一时之间,马车内寂寞无言。时遇觉着这马车内实在是闷的紧,忍不住道,“我出去看看阿阙。”
“好。”柳染平静道。待到时遇出马车后,柳染才狡黠的笑了笑,心里是止不住的喜悦。

飞花阁内,柳染叫三言打了水给晟月清理后,才露出他原本的容颜,眉眼有些深陷,白皙的皮肤,挺拔的鼻子,薄而红的唇,换上了大齐的装束,倒也是翩翩公子一个。

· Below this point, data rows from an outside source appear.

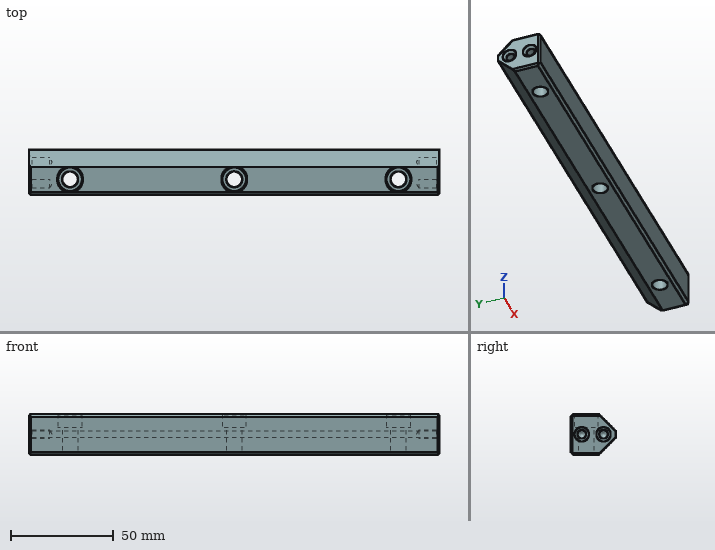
import cadquery as cq
import math

LENGTH = 200.0
DEPTH = 22.0
HEIGHT = 20.0

NOSE_FLAT = 3.0

EDGE_CHAMFER = 1.45
END_CHAMFER = 1.0

MOUNT_DIAMETER = 7.5
COUNTERBORE_DIAMETER = 11.5
COUNTERBORE_DEPTH = 6.8
COUNTERBORE_RIM = 0.5
MOUNT_PITCH = 80.0
MOUNT_COUNT = 3
MOUNT_Y = 7.5

END_HOLE_DIAMETER = 4.2
END_HOLE_DEPTH = 10.0
END_HOLE_MOUTH = 7.0
END_HOLE_Y = (5.5, 16.0)
DRILL_POINT_ANGLE = 118.0

HALF_LENGTH = LENGTH / 2
HALF_HEIGHT = HEIGHT / 2


def chamfered_block(edges):
    """Block filling the bar envelope, with the selected edges chamfered."""
    block = cq.Workplane("XY").box(LENGTH, DEPTH, HEIGHT, centered=(True, False, True))
    return block.edges(edges).chamfer(END_CHAMFER)


def make_bar():
    """Prism with a flat back and a blunt nose, chamfered along its back and at its ends."""
    nose_half_flat = NOSE_FLAT / 2
    shoulder_y = DEPTH - (HALF_HEIGHT - nose_half_flat)
    profile = [
        (0, -HALF_HEIGHT),
        (shoulder_y, -HALF_HEIGHT),
        (DEPTH, -nose_half_flat),
        (DEPTH, nose_half_flat),
        (shoulder_y, HALF_HEIGHT),
        (0, HALF_HEIGHT),
    ]
    bar = cq.Workplane("YZ").polyline(profile).close().extrude(HALF_LENGTH, both=True)
    bar = bar.faces("<Y").edges("|X").chamfer(EDGE_CHAMFER)

    return bar.intersect(chamfered_block("|Y")).intersect(chamfered_block("|Z and <Y"))


def revolved_cutter(half_section):
    """Solid of revolution about Z from (radius, height) points."""
    return cq.Workplane("XZ").polyline(half_section).close().revolve(360, (0, 0), (0, 1))


def mount_cutter():
    """Through hole with a counterbore whose rim is slightly broken at the top face."""
    hole_radius = MOUNT_DIAMETER / 2
    bore_radius = COUNTERBORE_DIAMETER / 2
    floor = HALF_HEIGHT - COUNTERBORE_DEPTH
    return revolved_cutter([
        (0, -HALF_HEIGHT),
        (hole_radius, -HALF_HEIGHT),
        (hole_radius, floor),
        (bore_radius, floor),
        (bore_radius, HALF_HEIGHT - COUNTERBORE_RIM),
        (bore_radius + COUNTERBORE_RIM, HALF_HEIGHT),
        (0, HALF_HEIGHT),
    ])


def end_hole_cutter():
    """Blind hole opening at Z = 0 and running up, with a 45 degree mouth and a drill point."""
    hole_radius = END_HOLE_DIAMETER / 2
    mouth_radius = END_HOLE_MOUTH / 2
    point_length = hole_radius / math.tan(math.radians(DRILL_POINT_ANGLE / 2))
    return revolved_cutter([
        (0, 0),
        (mouth_radius, 0),
        (hole_radius, mouth_radius - hole_radius),
        (hole_radius, END_HOLE_DEPTH),
        (0, END_HOLE_DEPTH + point_length),
    ])


result = make_bar()

for index in range(MOUNT_COUNT):
    mount_x = (index - (MOUNT_COUNT - 1) / 2) * MOUNT_PITCH
    result = result.cut(mount_cutter().translate((mount_x, MOUNT_Y, 0)))

for side in (-1, 1):
    inward_hole = end_hole_cutter().rotate((0, 0, 0), (0, 1, 0), -90 * side)
    for hole_y in END_HOLE_Y:
        result = result.cut(inward_hole.translate((side * HALF_LENGTH, hole_y, 0)))

“……长的挺好看的。”柳染观察了这么久,得出一个结论。
“哦?”坐在一旁的时遇挑眉,有些好笑的看着他,看了这么久,只是看出人家好看?
“听说月桑人的眼睛是深蓝色的,如宝石一般,不知道能否有幸一睹,”柳染摸了摸下巴。
“少爷,您不给人家治病,再好看也是死的。”三言撇撇嘴,把一盆血水端起离开。
“他本来就是死了。”柳染突然道。
‘咣当’一声,三言被柳染的话吓到,一个没注意门槛,便绊倒了,一盆的水全都泼在迎面而来的阿阙和红涟身上。
“……”阿阙无奈道,“你好歹看一下路啊!”
红涟捏起拳头,愤怒道,“三傻子!你今天是不是真的想被我打成傻子啊!”
三言无暇顾及其他,哆哆嗦嗦道,“……死人……”
柳染无语,“你还可以再胆小一点。”说完便关上了门。
“怎么回事?”时遇放下手里的茶,皱眉问道。
“红涟赶来背他的时候,我便已经给他服了一支黄夷,”柳染坐下,“黄夷生吃可暂时护住受伤之人的心脉,并且制造出假死的状态。我当初本意是想快要回京城了,带他回去治疗。既然被人追杀,在路上难免会有麻烦,不如就让他假死,好掩人耳目。现在看来,似乎真是一个明智之举。”柳染忍不住夸了自己一下。
“哦?”时遇见他如此自信,不由得嘴角代笑。